Девчушка схватилась за сердце.
– Так это он голубой? Он не по девчонкам, да?
Николас не сразу придумал, как объяснить окрашенность Валиных пристрастий.
– Он… полихромный. Но, повторяю ещё раз, не советую. Наплачетесь.
– Вы, дяденька, советами своими на базаре торгуйте, – ответила повеселевшая барышня. – Хорошие бабки получите.
И пошла себе. Вот уж воистину: устами младенца.
На Покровку, в детский сад «Перипата», Николас домчал быстрей, чем рассчитывал. Всегдашней пробки на бульваре не было – спасибо ноябрю, полудремотной поре, когда замедляется ток всех жизнеформирующих жидкостей, в том числе московского траффика.
Сад был не обычный, казённого образца, а прогрессивный, частный. Некая преподавательница-пенсионерка, устав прозябать на полторы тысячи в месяц, набрала группу в десять детей. Её соседка по коммуналке, в прошлом художник-график, отвечала за питание. Стихийно возникший штат дошкольного учреждения дополняли остальные соседи: безработная аптекарша и увечный майор-спецназовец, которому доверили спорт и подвижные игры. Платить за детей приходилось немало, но «Перипата» того стоила – даже взыскательная Алтын была детсадом довольна.

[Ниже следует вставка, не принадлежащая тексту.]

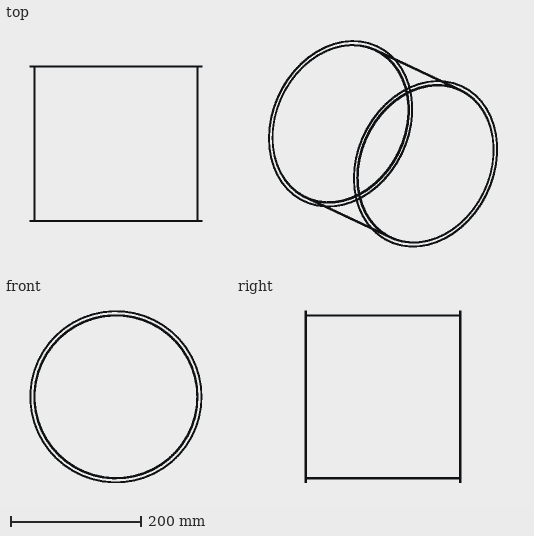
import cadquery as cq

bore_diameter = 249.0
wall_thickness = 1.0
tube_diameter = bore_diameter + 2 * wall_thickness
flange_diameter = 263.0
flange_thickness = 1.0
length = 238.0


def ring(outer_diameter, thickness, start_y):
    """Ring around the Y axis with the common bore, extending toward +Y from start_y."""
    return (
        cq.Workplane("XZ", origin=(0, start_y, 0))
        .circle(outer_diameter / 2)
        .circle(bore_diameter / 2)
        .extrude(-thickness)
    )


result = ring(tube_diameter, length, -length / 2)
for flange_start in (-length / 2, length / 2 - flange_thickness):
    result = result.union(ring(flange_diameter, flange_thickness, flange_start))
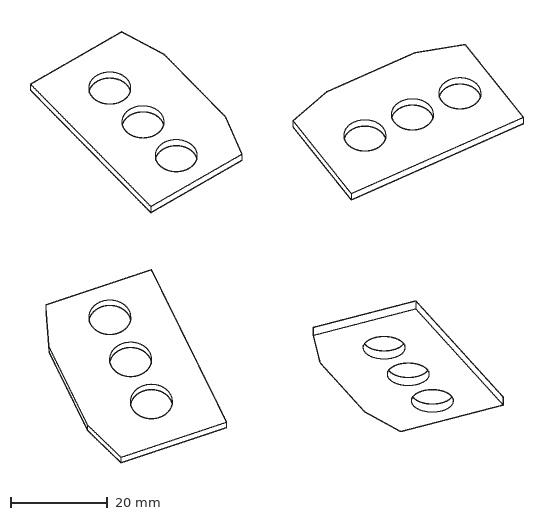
import cadquery as cq

length = 41.4
width = 26.9
thickness = 2.0

corner_run = 10.1
corner_drop = 3.35

hole_diameter = 8.65
hole_count = 3
hole_pitch = 11.43
middle_hole_x = 22.1
hole_row_y = 12.45

plate = (
    cq.Workplane("XY")
    .moveTo(0, 0)
    .lineTo(length, 0)
    .lineTo(length, width - corner_drop)
    .lineTo(length - corner_run, width)
    .lineTo(corner_run, width)
    .lineTo(0, width - corner_drop)
    .close()
    .extrude(thickness)
)

holes = (
    cq.Workplane("XY")
    .center(middle_hole_x, hole_row_y)
    .rarray(hole_pitch, 0.4, hole_count, 1)
    .circle(hole_diameter / 2)
    .extrude(thickness)
)

result = plate.cut(holes)
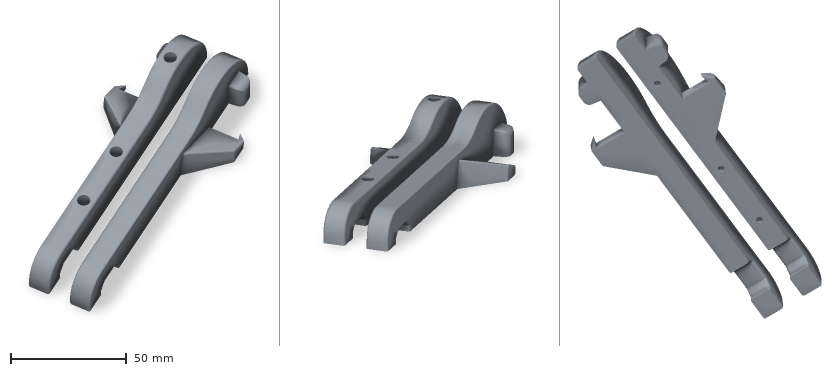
import cadquery as cq
import math

length = 147.0
overall_width = 64.0
arm_gap = 10.0
arm_width = 10.0
arm_height = 16.0
inner_edge_round = 1.0
outer_edge_round = 0.7

head_radius = 25.5
neck_radius = 26.0
toe_radius = 12.0

inner_x = arm_gap / 2
outer_x = inner_x + arm_width
head_y = length - head_radius

notch_start = 11.0
notch_end = 26.8
notch_height = 5.7
notch_corner = 3.0

peg_width = 9.8
peg_height = 12.3
peg_length = 6.6
peg_draft = 7.0
peg_edge_round = 0.7
peg_end_round = 3.0
peg_y = 133.2

wing_reach = overall_width / 2 - outer_x
wing_angle = 20.0
wing_front_y = 84.1
wing_shoulder_y = 110.0
wing_back_y = 109.5
wing_round = 0.7
hook_rise = 4.1
hook_root = 2.6

screw_diameter = 3.0
screw_head_diameter = 5.7
screw_seat_height = 8.0
screw_spacings = (50.0, 30.0)
screw_positions = (
    head_y,
    head_y - screw_spacings[0],
    head_y - screw_spacings[0] - screw_spacings[1],
)


def make_bar():
    """Side outline with round head, concave neck and round toe, less the notch."""
    centre_distance = head_radius + neck_radius
    neck_centre_z = arm_height + neck_radius
    neck_run = math.sqrt(centre_distance**2 - neck_centre_z**2)
    neck_y = head_y - neck_run
    head_share = head_radius / centre_distance
    blend_point = (head_y - neck_run * head_share, neck_centre_z * head_share)

    neck_half_angle = math.atan2(neck_run, neck_centre_z) / 2
    neck_middle = (
        neck_y + neck_radius * math.sin(neck_half_angle),
        neck_centre_z - neck_radius * math.cos(neck_half_angle),
    )
    toe_inset = toe_radius * (1 - math.sqrt(0.5))
    toe_middle = (toe_inset, arm_height - toe_inset)

    bar = (
        cq.Workplane("YZ", origin=(inner_x, 0, 0))
        .moveTo(0, 0)
        .lineTo(0, arm_height - toe_radius)
        .threePointArc(toe_middle, (toe_radius, arm_height))
        .lineTo(neck_y, arm_height)
        .threePointArc(neck_middle, blend_point)
        .threePointArc((head_y, head_radius), (length, 0))
        .lineTo(notch_end, 0)
        .lineTo(notch_end, notch_height - notch_corner)
        .lineTo(notch_end - notch_corner, notch_height)
        .lineTo(notch_start + notch_corner, notch_height)
        .lineTo(notch_start, notch_height - notch_corner)
        .lineTo(notch_start, 0)
        .close()
        .extrude(arm_width)
    )
    above_base = cq.selectors.BoxSelector((0, -length, inner_edge_round), (length, 2 * length, length))
    bar = bar.faces("<X").edges(above_base).fillet(inner_edge_round)
    return bar.faces(">X").edges(above_base).fillet(outer_edge_round)


def make_peg():
    """Drafted block with a rounded outer end and softened long edges, cut off flat at the base."""
    peg = (
        cq.Workplane("YZ", origin=(outer_x, peg_y, 0))
        .rect(peg_width, 2 * peg_height)
        .extrude(peg_length, taper=peg_draft)
        .faces(">X")
        .edges()
        .fillet(peg_end_round)
    )
    inner_half = cq.selectors.BoxSelector(
        (outer_x, peg_y - peg_width, -length), (outer_x + peg_length / 2, peg_y + peg_width, length)
    )
    peg = peg.edges("not(|Y or |Z)").edges(inner_half).fillet(peg_edge_round)
    upper_half = cq.Workplane("XY", origin=(outer_x, peg_y, 0)).box(
        2 * peg_length, 2 * peg_width, 2 * peg_height, centered=(True, True, False)
    )
    return peg.intersect(upper_half)


def make_wing():
    """Flat outline on the base swept upwards about the head axis,
    with the top edges along its front and outer sides rounded.
    """
    wing_x = outer_x + wing_reach
    wing = (
        cq.Workplane("XY")
        .moveTo(outer_x, wing_front_y)
        .lineTo(wing_x, wing_front_y + wing_reach)
        .lineTo(wing_x, wing_shoulder_y)
        .lineTo(wing_x - hook_rise, wing_shoulder_y + hook_rise)
        .lineTo(wing_x - hook_root, wing_back_y)
        .lineTo(outer_x, wing_back_y)
        .close()
        .revolve(wing_angle, (1.5, head_y, 0), (0, head_y, 0))
    )
    outer_top_edges = cq.selectors.BoxSelector(
        (outer_x + wing_round, 0, wing_round), (wing_x + wing_round, wing_back_y, head_radius)
    )
    return wing.edges("not(|X)").edges(outer_top_edges).fillet(wing_round)


def make_arm():
    """Plain arm on the +X side of the mirror plane."""
    return make_bar().union(make_peg()).union(make_wing())


def drill_screw_holes(arm, hole_x):
    """Counterbored through holes along the middle of an arm, the first at the head centre."""
    for y in screw_positions:
        shaft = cq.Workplane("XY", origin=(hole_x, y, 0)).circle(screw_diameter / 2).extrude(head_radius)
        head = (
            cq.Workplane("XY", origin=(hole_x, y, screw_seat_height))
            .circle(screw_head_diameter / 2)
            .extrude(head_radius)
        )
        arm = arm.cut(shaft).cut(head)
    return arm


plain_arm = make_arm()
screwed_arm = drill_screw_holes(plain_arm.mirror("YZ"), -(inner_x + outer_x) / 2)

result = cq.Compound.makeCompound([plain_arm.val(), screwed_arm.val()])

Геля сидела в прихожей на галошнице, болтая ногами.
– Явился, – сказала она (научилась суровости у матери). – Между прочим, восемь часов. Костю с Викой уже забрали.
Прислушавшись к воплям, доносившимся из глубины квартиры, Николас парировал:
– Но остальные-то ещё здесь.
– А Костю с Викой уже забрали, – непреклонно повторила дочь, но всё же чмокнула отца в щеку, и Ника привычно растрогался, хотя поцелуй был всего лишь данью традиции.
– Что же ты не играешь?
– Я не люблю про взятие дворца Амина.
– Какого дворца? – изумился Фандорин.
– Ты что, пап, с Чукотки? – покачала головой Геля. – Амин – это афганистанец, который хотел нас всех предать.
– Афганец, – поправил Ника, мысленно, уже в который раз, пообещав себе поговорить с майором Владленом Никитичем, забивающим детям голову всякой чушью. И потом, что это за выражение про Чукотку? Или побеседую с самой Серафимой Кондратьевной, дал себе послабку магистр, потому что несколько побаивался ветерана спецназа, у которого вместо куска черепа была вставлена титановая пластина.
Минут двадцать ушло на то, чтобы вытащить из боя сына. Эраст дал себя эвакуировать, лишь получив тяжёлое ранение в сердце. Николас вынес героя в прихожую, одел, обул. Сознание вернулось к раненому только на лестнице.